Cytuj:
a w lato nie ma debilow co wieczorem nie zapalaja swiatel bo mysla ze jest jeszcze widno??
Cytuj:
Dzisiaj bym zadzwonił w czerwonego GOlfaIII(przykryty sniegiem w Szczyrku wygladał na biały).Jechał w strone Bielska bez swiateł w ostrym słoncu
Debile nawet w zimę się trafiają
Cytuj:
pograzasz sie....
Wybacz....jestem wyluzowany i nawet na myśl by mi nie przyszło, że mógłbym się pogrążać......a może interpretujesz to co czuję w odniesieniu do własnych odczuć ??
Jeśli nie, to trzymaj się dyskusji w tym temacie i pozostaw docinki na inną okazję.

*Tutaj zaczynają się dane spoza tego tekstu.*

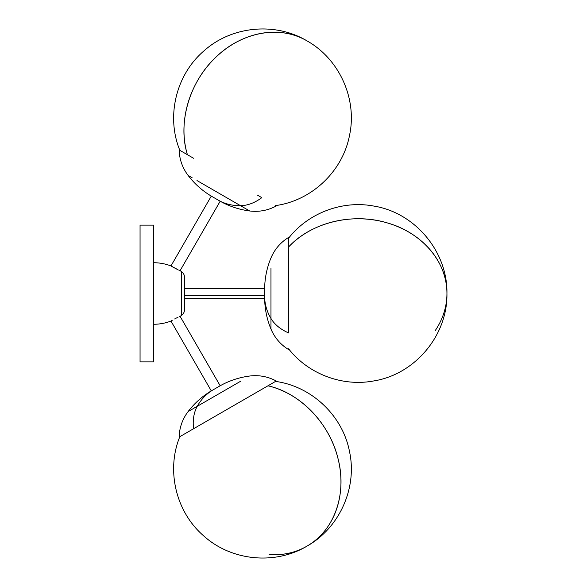 <?xml version="1.0" encoding="UTF-8"?>
<svg xmlns="http://www.w3.org/2000/svg" width="587" height="587" viewBox="0 0 587 587"><rect width="100%" height="100%" fill="white"/><g stroke="black" fill="none" stroke-linecap="round" stroke-linejoin="round"><path stroke-width="0.88" d="M288.569 348.766C308.219 373.985 342.17 386.848 373.596 380.97C414.958 374.469 447.749 335.368 446.942 293.5L446.942 293.5C447.463 262.484 422.361 232.745 387.376 222.935C352.743 212.303 311.103 222.444 288.569 247.002A88.828 74.732 -0 0 1 387.376 222.935A88.828 74.732 -0 0 1 446.942 293.5A88.828 74.732 0 0 1 435.327 330.452M264.649 288.452L264.649 297.103A82.048 57.651 0 0 0 270.974 318.492L270.974 268.193L270.974 318.492A43.754 30.744 0 0 0 288.569 332.895L288.569 254.105M184.501 298.629L264.649 298.629L264.649 295.518L184.501 295.518L264.649 295.518L264.649 288.371L184.501 288.371M187.422 154.711C177.421 122.918 189.462 81.784 215.987 57.108C241.969 31.713 280.27 24.845 306.876 40.804A88.828 74.732 120 0 0 215.987 57.108A88.828 74.732 120 0 0 187.422 154.711M240.531 205.692L249.688 210.975L240.531 205.692A82.048 57.651 120 0 1 218.848 200.475L211.291 196.109L170.971 265.948A47.863 47.863 0 0 0 153.735 262.734A47.863 47.863 0 0 1 170.971 265.948L211.291 196.109L218.848 200.475A82.048 57.651 -60 0 0 240.531 205.692L196.983 180.547L240.531 205.692A43.754 30.744 -60 0 0 261.809 197.658A43.754 30.744 120 0 1 240.531 205.692M211.291 196.109C202.236 190.687 194.51 183.79 188.097 175.418C182.425 167.86 179.439 159.363 179.138 149.927L193.578 158.263M180.099 270.651L220.169 201.238L180.099 270.651A47.863 47.863 0 0 1 181.654 271.722A6.839 6.839 0 0 1 184.501 277.269A6.839 6.839 0 0 0 181.654 271.722A47.863 47.863 0 0 0 180.099 270.651L179.732 270.497L180.099 270.651M179.299 270.306L178.712 270.049M170.971 265.948L178 269.719M180.004 316.393L180.099 316.349A47.863 47.863 0 0 0 181.654 315.278A6.839 6.839 0 0 0 184.501 309.731A6.839 6.839 0 0 1 181.654 315.278A47.863 47.863 0 0 1 180.099 316.349L220.169 385.762L212.611 390.128A82.048 57.651 60 0 0 197.254 406.299L240.802 381.154L197.254 406.299A43.754 30.744 60 0 0 193.578 428.737L179.827 436.677C165.974 470.436 175.961 512.04 203.638 535.828C231.19 560.901 274.885 565.288 306.876 546.196L306.876 546.196C333.996 531.132 347.203 494.533 338.2 459.335C330.092 424.019 300.493 393.026 267.958 385.791A88.828 74.732 60 0 1 338.2 459.335A88.828 74.732 60 0 1 306.876 546.196A88.828 74.732 60 0 1 269.066 554.605M211.291 390.891L212.611 390.128L211.291 390.891L170.971 321.052L211.291 390.891C202.236 396.313 194.51 403.21 188.097 411.582L197.254 406.299L188.097 411.582C182.425 419.14 179.439 427.637 179.138 437.073L261.809 389.342M276.242 381.014L193.578 428.737A43.754 30.744 -120 0 1 197.254 406.299A82.048 57.651 -120 0 1 212.611 390.128L220.169 385.762C229.392 380.633 239.232 377.39 249.688 376.025C259.065 374.888 267.921 376.553 276.242 381.007L275.552 381.411C311.719 386.29 342.749 415.743 349.514 451.601C357.454 488.002 339.403 528.036 306.876 546.196M178 317.281L177.025 317.743M176.379 318.066L177.201 317.662M174.647 318.961L175.227 318.653M176.335 268.912L173.055 267.166M172.262 320.289L170.971 321.052A47.863 47.863 0 0 1 153.735 324.266A47.863 47.863 0 0 0 170.971 321.052L171.712 320.612L170.971 321.052M140.058 361.871L153.735 361.871L153.735 225.129L140.058 225.129L140.058 361.871L153.735 361.871L153.735 225.129L140.058 225.129L140.058 361.871M181.654 315.278L181.654 271.722L181.654 315.278M172.262 266.711L171.712 266.388M184.501 309.65L184.501 277.35M184.501 309.731L184.501 277.269M179.732 316.503L179.299 316.694M220.169 385.762L180.099 316.349M193.578 428.737L194.466 428.224M198.002 426.184L201.818 423.975M173.715 267.533L172.27 266.711M177.201 269.338L175.447 268.464M188.097 175.418L192.132 177.751M179.138 149.927L179.827 150.323C165.974 116.564 175.961 74.96 203.638 51.172C231.19 26.099 274.885 21.712 306.876 40.804L306.876 40.804C339.403 58.964 357.454 98.998 349.514 135.399C342.749 171.257 311.719 200.71 275.552 205.589M261.809 197.658L257.385 195.097M264.649 288.371C264.818 277.827 266.931 267.679 270.974 257.935C274.679 249.248 280.542 242.416 288.569 237.434L288.569 332.895A43.754 30.744 180 0 1 270.974 318.492L270.974 329.065L270.974 318.492A82.048 57.651 180 0 1 264.649 297.103L264.649 298.548M220.169 201.238C229.392 206.367 239.232 209.61 249.688 210.975C259.065 212.112 267.921 210.447 276.242 205.993M264.649 298.629C264.818 309.173 266.931 319.321 270.974 329.065C274.679 337.752 280.542 344.584 288.569 349.566M288.569 238.234C308.219 213.015 342.17 200.152 373.596 206.03C414.958 212.531 447.749 251.632 446.942 293.5"/></g></svg>

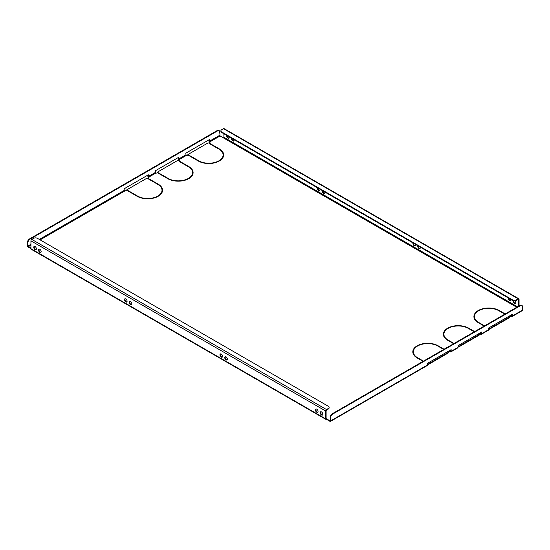 <?xml version="1.0" encoding="UTF-8"?>
<svg xmlns="http://www.w3.org/2000/svg" width="550" height="550" viewBox="0 0 550 550"><rect width="100%" height="100%" fill="white"/><g stroke="black" fill="none" stroke-linecap="round" stroke-linejoin="round"><path stroke-width="0.82" d="M226.036 356.812A1.863 1.073 -120 0 0 225.101 356.716A1.863 1.073 -120 0 0 224.819 358.208A1.863 1.073 -120 0 0 226.036 359.851A1.863 1.073 -120 0 0 226.964 359.947A1.863 1.073 -120 0 0 227.253 358.456A1.863 1.073 -120 0 0 226.036 356.812M225.363 356.634A1.863 1.073 -120 0 0 225.349 358.16A1.863 1.073 -120 0 0 226.49 359.59A1.863 1.073 -120 0 0 227.164 359.762M125.771 298.925A1.863 1.073 -120 0 0 124.843 298.836A1.863 1.073 -120 0 0 124.554 300.327A1.863 1.073 -120 0 0 125.771 301.971A1.863 1.073 -120 0 0 126.706 302.06A1.863 1.073 -120 0 0 126.995 300.568A1.863 1.073 -120 0 0 125.771 298.925M125.098 298.753A1.863 1.073 -120 0 0 125.084 300.272A1.863 1.073 -120 0 0 126.232 301.702A1.863 1.073 -120 0 0 126.906 301.881M221.258 354.056A1.863 1.073 -120 0 0 220.33 353.959A1.863 1.073 -120 0 0 220.041 355.458A1.863 1.073 -120 0 0 221.258 357.094A1.863 1.073 -120 0 0 222.193 357.191A1.863 1.073 -120 0 0 222.475 355.699A1.863 1.073 -120 0 0 221.258 354.056M220.584 353.877A1.863 1.073 -120 0 0 220.571 355.403A1.863 1.073 -120 0 0 221.719 356.833A1.863 1.073 -120 0 0 222.393 357.005M130.549 301.682A1.863 1.073 -120 0 0 129.614 301.593A1.863 1.073 -120 0 0 129.333 303.084A1.863 1.073 -120 0 0 130.549 304.728A1.863 1.073 -120 0 0 131.478 304.817A1.863 1.073 -120 0 0 131.766 303.325A1.863 1.073 -120 0 0 130.549 301.682M129.876 301.51A1.863 1.073 -120 0 0 129.862 303.029A1.863 1.073 -120 0 0 131.01 304.459A1.863 1.073 -120 0 0 131.684 304.638M420.228 247.115A1.863 1.073 60 0 1 419.925 248.545A1.863 1.073 60 0 1 418.99 248.449A1.863 1.073 60 0 1 417.759 245.685M418.131 245.905A1.863 1.073 -120 0 0 419.451 248.188A1.863 1.073 -120 0 0 420.124 248.359M319.969 189.228A1.863 1.073 60 0 1 319.667 190.657A1.863 1.073 60 0 1 318.732 190.568A1.863 1.073 60 0 1 317.494 187.804M317.873 188.018A1.863 1.073 -120 0 0 319.192 190.3A1.863 1.073 -120 0 0 319.866 190.479M415.456 244.358A1.863 1.073 60 0 1 415.154 245.788A1.863 1.073 60 0 1 414.219 245.692A1.863 1.073 60 0 1 412.981 242.928M413.359 243.148A1.863 1.073 -120 0 0 414.679 245.431A1.863 1.073 -120 0 0 415.353 245.603M324.741 191.984A1.863 1.073 60 0 1 324.438 193.414A1.863 1.073 60 0 1 323.51 193.325A1.863 1.073 60 0 1 322.272 190.554M322.651 190.774A1.863 1.073 -120 0 0 323.964 193.057A1.863 1.073 -120 0 0 324.637 193.236M321.523 411.936A1.863 1.073 -120 0 0 320.588 411.847A1.863 1.073 -120 0 0 320.306 413.339A1.863 1.073 -120 0 0 321.523 414.982A1.863 1.073 -120 0 0 322.451 415.071A1.863 1.073 -120 0 0 322.74 413.579A1.863 1.073 -120 0 0 321.523 411.936M320.849 411.764A1.863 1.073 -120 0 0 320.836 413.284A1.863 1.073 -120 0 0 321.977 414.721A1.863 1.073 -120 0 0 322.651 414.893M39.834 249.308A1.863 1.073 -120 0 0 38.906 249.219A1.863 1.073 -120 0 0 38.617 250.711A1.863 1.073 -120 0 0 39.834 252.354A1.863 1.073 -120 0 0 40.769 252.443A1.863 1.073 -120 0 0 41.057 250.951A1.863 1.073 -120 0 0 39.834 249.308M39.16 249.136A1.863 1.073 -120 0 0 39.146 250.656A1.863 1.073 -120 0 0 40.294 252.086A1.863 1.073 -120 0 0 40.968 252.264M316.745 409.179A1.863 1.073 -120 0 0 315.817 409.09A1.863 1.073 -120 0 0 315.528 410.582A1.863 1.073 -120 0 0 316.745 412.225A1.863 1.073 -120 0 0 317.68 412.321A1.863 1.073 -120 0 0 317.962 410.822A1.863 1.073 -120 0 0 316.745 409.179M316.071 409.007A1.863 1.073 -120 0 0 316.058 410.527A1.863 1.073 -120 0 0 317.206 411.964A1.863 1.073 -120 0 0 317.879 412.136M35.062 246.551A1.863 1.073 -120 0 0 34.127 246.462A1.863 1.073 -120 0 0 33.846 247.954A1.863 1.073 -120 0 0 35.062 249.597A1.863 1.073 -120 0 0 35.998 249.686A1.863 1.073 -120 0 0 36.279 248.194A1.863 1.073 -120 0 0 35.062 246.551M34.389 246.379A1.863 1.073 -120 0 0 34.375 247.899A1.863 1.073 -120 0 0 35.523 249.336A1.863 1.073 -120 0 0 36.197 249.508M514.903 300.864A1.863 1.073 60 0 1 515.412 303.669A1.863 1.073 60 0 1 514.477 303.579A1.863 1.073 60 0 1 513.288 300.719M513.638 300.802A1.863 1.073 -120 0 0 514.938 303.311A1.863 1.073 -120 0 0 515.611 303.49M234.032 139.611A1.863 1.073 60 0 1 233.729 141.041A1.863 1.073 60 0 1 232.794 140.951A1.863 1.073 60 0 1 231.557 138.188M231.935 138.401A1.863 1.073 -120 0 0 233.255 140.683A1.863 1.073 -120 0 0 233.929 140.862M510.943 299.482A1.863 1.073 60 0 1 510.634 300.912A1.863 1.073 60 0 1 509.706 300.822A1.863 1.073 60 0 1 508.468 298.059M508.846 298.272A1.863 1.073 -120 0 0 510.166 300.554A1.863 1.073 -120 0 0 510.84 300.733M229.254 136.854A1.863 1.073 60 0 1 228.951 138.284A1.863 1.073 60 0 1 228.023 138.194A1.863 1.073 60 0 1 226.786 135.431M227.164 135.644A1.863 1.073 -120 0 0 228.477 137.926A1.863 1.073 -120 0 0 229.151 138.105M220.584 160.181A14.314 8.264 0 0 0 223.121 155.485L223.121 154.956A14.314 8.264 0 0 0 218.928 149.112L209.577 143.708L209.962 143.488L219.312 148.885L219.312 149.339M223.657 155.217A14.857 8.573 0 0 0 220.584 150.253M190.032 177.822A14.314 8.264 0 0 0 192.569 173.119L192.569 172.597A14.314 8.264 0 0 0 188.375 166.753L179.025 161.349L179.41 161.129L188.76 166.526L188.76 166.98M193.098 172.858A14.857 8.573 0 0 0 190.032 167.894M159.472 195.463A14.314 8.264 0 0 0 162.009 190.761L162.009 190.231A14.314 8.264 0 0 0 157.822 184.394L148.472 178.991L148.851 178.771L158.201 184.167L158.201 184.621M162.546 190.499A14.857 8.573 0 0 0 159.472 185.536M415.882 357.094A14.314 8.264 180 0 1 413.353 352.399L413.353 351.869A14.314 8.264 180 0 1 417.354 346.136L416.969 345.916L416.969 346.376M412.816 352.138A14.857 8.573 180 0 1 415.882 347.174M446.442 339.453A14.314 8.264 180 0 1 443.905 334.757L443.905 334.228A14.314 8.264 180 0 1 447.906 328.494L447.528 328.274L447.528 328.735M443.369 334.496A14.857 8.573 180 0 1 446.442 329.532M476.994 321.812A14.314 8.264 180 0 1 474.457 317.116L474.457 316.587A14.314 8.264 180 0 1 478.466 310.86L478.081 310.633L478.081 311.094M473.928 316.855A14.857 8.573 180 0 1 476.994 311.891M188.451 155.416L187.88 154.557L208.12 142.869L209.577 143.268L210.148 142.051L209.461 141.213L209.461 139.542L185.776 153.209L186.161 155.547L188.574 155.396L188.952 155.176L187.88 154.557M209 139.803L209 140.951A1.189 0.688 -120 0 0 209.839 142.402L209.949 142.471M329.924 420.784L330.303 420.564L329.924 420.784L326.102 418.578L326.487 419.327L329.924 421.314A1.189 0.688 -120 0 0 330.516 421.369A1.189 0.688 -120 0 0 330.763 420.826L427.474 364.994L427.474 363.316L451.151 349.642L451.151 351.319L458.026 347.353L458.026 345.675L481.711 332.001L481.711 333.678L488.586 329.711L488.586 328.034L512.263 314.359L512.263 316.037A1.189 0.688 60 0 1 512.016 316.58A1.189 0.688 60 0 1 511.424 316.525L509.128 316.656M488.586 328.164L489.459 328.673L509.706 316.986L509.706 317.515L489.459 329.202L488.586 328.694M481.711 333.678A1.189 0.688 60 0 1 481.463 334.221A1.189 0.688 60 0 1 480.865 334.166L478.576 334.297M458.026 345.806L458.906 346.314L479.146 334.627L479.146 335.156L458.906 346.844L458.026 346.335M451.151 351.319A1.189 0.688 60 0 1 450.904 351.863A1.189 0.688 60 0 1 450.312 351.808L448.016 351.938M427.474 363.447L428.354 363.956L448.594 352.268L448.594 352.797L428.354 364.485L427.474 363.976M517.536 306.817L223.898 137.287L223.513 137.954L220.076 135.967L219.697 131.863A2.702 1.561 120 0 0 219.134 130.625A2.702 1.561 120 0 0 217.786 130.762L29.865 239.257A2.702 1.561 120 0 0 27.961 242.564L27.5 242.296L27.5 245.74A1.189 0.688 -120 0 0 28.339 247.191L325.648 418.839A1.189 0.688 120 0 0 325.889 419.382A1.189 0.688 120 0 0 326.487 419.327M127.346 190.699L126.768 189.839L147.008 178.152L148.472 178.551L149.036 177.334L148.349 176.495L148.349 174.817L124.664 188.492L125.049 190.829L127.848 190.458L126.768 189.839M147.888 175.086L147.888 176.234A1.189 0.688 -120 0 0 148.727 177.684L148.844 177.753M157.898 173.058L157.321 172.198L177.567 160.511L179.025 160.909L179.589 159.692L178.901 158.854L178.901 157.176L155.224 170.851L155.602 173.188L158.4 172.817L157.321 172.198M178.447 157.444L178.447 158.593A1.189 0.688 -120 0 0 179.286 160.043L179.396 160.112M223.121 154.956A14.314 8.264 0 0 1 219.12 160.683L219.505 160.903A14.857 8.573 0 0 0 223.664 154.956A14.857 8.573 0 0 0 219.312 148.885M188.183 178.544A14.314 8.264 0 0 1 168.135 178.434L158.785 173.037L158.4 173.257L167.75 178.661A14.857 8.573 0 0 0 188.567 178.764L188.183 178.544L188.183 178.97M192.569 172.597A14.314 8.264 0 0 1 188.567 178.324L188.946 178.544A14.857 8.573 0 0 0 193.105 172.597A14.857 8.573 0 0 0 188.76 166.526M157.63 196.185A14.314 8.264 0 0 1 137.576 196.075L128.226 190.678L127.848 190.898L137.197 196.302A14.857 8.573 0 0 0 158.008 196.405L157.63 196.185L157.63 196.611M218.735 160.903A14.314 8.264 0 0 1 198.688 160.799L189.337 155.396L188.952 155.616L198.303 161.019A14.857 8.573 0 0 0 219.12 161.123L218.735 160.903L218.735 161.329M444.084 349.222L438.164 345.806A14.857 8.573 180 0 0 417.354 345.696L417.732 345.916A14.314 8.264 180 0 1 437.786 346.026L443.706 349.442M453.633 343.709L447.714 340.292A14.857 8.573 180 0 1 443.362 334.228A14.857 8.573 180 0 1 447.528 328.274M454.018 343.489L448.099 340.072A14.314 8.264 180 0 1 443.905 334.228M484.192 326.074L478.273 322.651A14.857 8.573 180 0 1 473.921 316.587A14.857 8.573 180 0 1 478.081 310.633M484.571 325.847L478.651 322.431A14.314 8.264 180 0 1 474.457 316.587M505.196 313.94L499.276 310.523A14.857 8.573 180 0 0 478.466 310.413L478.844 310.633A14.314 8.264 180 0 1 498.898 310.743L504.817 314.16M423.081 361.35L417.161 357.933A14.857 8.573 180 0 1 412.809 351.869A14.857 8.573 180 0 1 416.969 345.916M423.459 361.13L417.539 357.713A14.314 8.264 180 0 1 413.353 351.869M474.643 331.581L468.724 328.164A14.857 8.573 180 0 0 447.906 328.054L448.291 328.274A14.314 8.264 180 0 1 468.339 328.384L474.258 331.801M162.009 190.231A14.314 8.264 0 0 1 158.008 195.965L158.393 196.185A14.857 8.573 0 0 0 162.553 190.231A14.857 8.573 0 0 0 158.201 184.167M27.961 242.564L27.961 246.001L30.938 248.167M448.594 352.268L447.604 351.697M450.697 349.91L450.581 351.306L448.126 351.388M479.146 334.627L478.156 334.056M481.25 332.269L481.14 333.664L478.686 333.747M509.706 316.986L508.709 316.415M511.803 314.627L511.692 316.023L509.238 316.106M488.586 329.711A1.189 0.688 60 0 1 488.338 330.254L481.463 334.221M458.026 347.353A1.189 0.688 60 0 1 457.779 347.896L450.904 351.863M330.303 420.564L330.303 417.12A2.702 1.561 -60 0 1 332.214 413.813L332.674 414.081L520.589 305.587A2.702 1.561 120 0 1 521.943 305.449A2.702 1.561 120 0 1 522.5 306.687L522.5 310.131A1.189 0.688 60 0 1 522.252 310.674L512.016 316.58M325.889 419.382L31.185 249.239A1.189 0.688 -60 0 1 30.938 248.689L30.938 240.845A1.189 0.688 -60 0 1 31.776 239.387L326.487 409.537A1.189 0.688 120 0 0 325.648 410.987L30.938 240.845M326.102 418.578L326.102 410.726L328.322 409.007L328.322 408.478A2.702 1.561 -0 0 0 329.113 407.371A2.702 1.561 -0 0 0 328.322 406.271L37.427 238.329A2.702 1.561 -0 0 0 33.612 238.329L31.776 239.387M325.648 418.839L325.648 410.987M223.898 137.287L223.898 133.76M518.224 298.836L223.513 128.686L221.678 129.745A2.702 1.561 0 0 0 220.887 130.852A2.702 1.561 0 0 0 221.678 131.952L512.572 299.894A2.702 1.561 0 0 0 516.388 299.894L518.224 298.836A1.189 0.688 120 0 1 518.815 298.781A1.189 0.688 120 0 1 519.062 299.324L519.062 305.938M518.602 299.585L518.224 299.365L518.602 299.585L518.602 306.206M427.474 364.994A1.189 0.688 60 0 1 427.226 365.537L330.516 421.369M330.763 420.826L330.763 417.388L330.303 417.12M332.674 414.081A2.702 1.561 120 0 0 330.763 417.388M332.214 413.813L520.135 305.319A2.702 1.561 -60 0 1 521.482 305.188L521.943 305.449M27.5 242.296A2.702 1.561 -60 0 1 29.411 238.989L29.865 239.257M217.786 130.762L217.326 130.494L29.411 238.989M217.326 130.494A2.702 1.561 -60 0 1 218.68 130.364L219.134 130.625M509.011 316.243L509.011 316.587M511.115 315.817L511.115 316.346M489.459 328.673L489.459 329.202M326.487 409.537L328.322 408.478M329.113 407.371L329.113 407.901A2.702 1.561 180 0 1 328.322 409.007M223.513 128.686A1.189 0.688 -60 0 1 224.111 128.631L518.815 298.781M516.388 299.894L516.388 300.424L518.224 299.365M516.388 300.424A2.702 1.561 180 0 1 512.572 300.424L512.572 299.894M221.678 131.952L221.678 132.481L512.572 300.424M221.678 132.481A2.702 1.561 180 0 1 220.887 131.381L220.887 130.852M447.899 351.526L447.899 351.869M450.01 351.099L450.01 351.629M428.354 363.956L428.354 364.485M478.452 333.884L478.452 334.228M480.562 333.458L480.562 333.988M458.906 346.314L458.906 346.844M189.337 155.396L189.337 155.843M128.226 190.678L128.226 191.118M148.851 178.771L148.851 179.211M179.41 161.129L179.41 161.569M158.785 173.037L158.785 173.477M209.962 143.488L209.962 143.928M186.161 155.547L179.286 159.514M155.602 173.188L148.727 177.155M125.049 190.829L40.102 239.869M30.938 245.163L28.339 246.661M450.312 351.278L450.697 351.058M480.865 333.637L481.25 333.417M511.424 315.996L511.803 315.776M223.513 137.954L516.773 307.264M220.076 135.967L209.839 141.879M185.776 154.887L178.901 158.854M124.664 190.169L39.339 239.429M30.938 244.282L27.961 246.001M155.224 172.528L148.349 176.495M512.263 316.037L522.5 310.131M520.589 305.587L520.135 305.319M219.697 135.307L209.461 141.213M478.651 322.431L478.651 322.871M499.276 310.523L499.276 310.963M448.099 340.072L448.099 340.512M438.164 345.806L438.164 346.246M417.539 357.713L417.539 358.153M468.724 328.164L468.724 328.604M198.688 160.799L198.688 161.233M137.576 196.075L137.576 196.508M168.135 178.434L168.135 178.874"/></g></svg>

Od samego początku przedstawiam swoje własne argumenty na to, że zapis do ustawy o całorocznej, całodobowej jeździe na włączonych światłach jest niczym w porównaniu do zjawiska jakim jest np. jazda po pijanemu dla zmniejszenia ilości wypadków na polskich drogach. Głównym powodem tych wypadków jest nadmierna prędkość i niedostosowanie prędkości jazdy do panujących warunków drogowych oraz brawura.
Jedynym argumentem, który przemawia do mnie, że jazda na światłach jest dobrym rozwiązaniem jest z myślą o pieszych, którzy są w stanie dostrzec słabo widoczny pojazd nadjeżdżający z daleka.
Lecz niestety uważam, że jazda na światłach jest jednocześnie przyzwoleniem dla kierowców do szybkiej jazdy, gdyż wychodzą oni z założenia że jadąc na światłach są lepiej widoczni.
Pisałem zresztą o tym powyżej i nie widzę żadnego ustosunkowania do tej kwestii, za to odwracany jest wątek "kota ogonem" gdzie dorzuca się zmiany o porównywaniu "piernika do wiatraka", wyposażenie auta, które w nie każdym aucie jest takie samo oraz, że się pogrążam......owszem.....jestem pogrążony z faktu, że dyskusji zostaje ukręcony łeb.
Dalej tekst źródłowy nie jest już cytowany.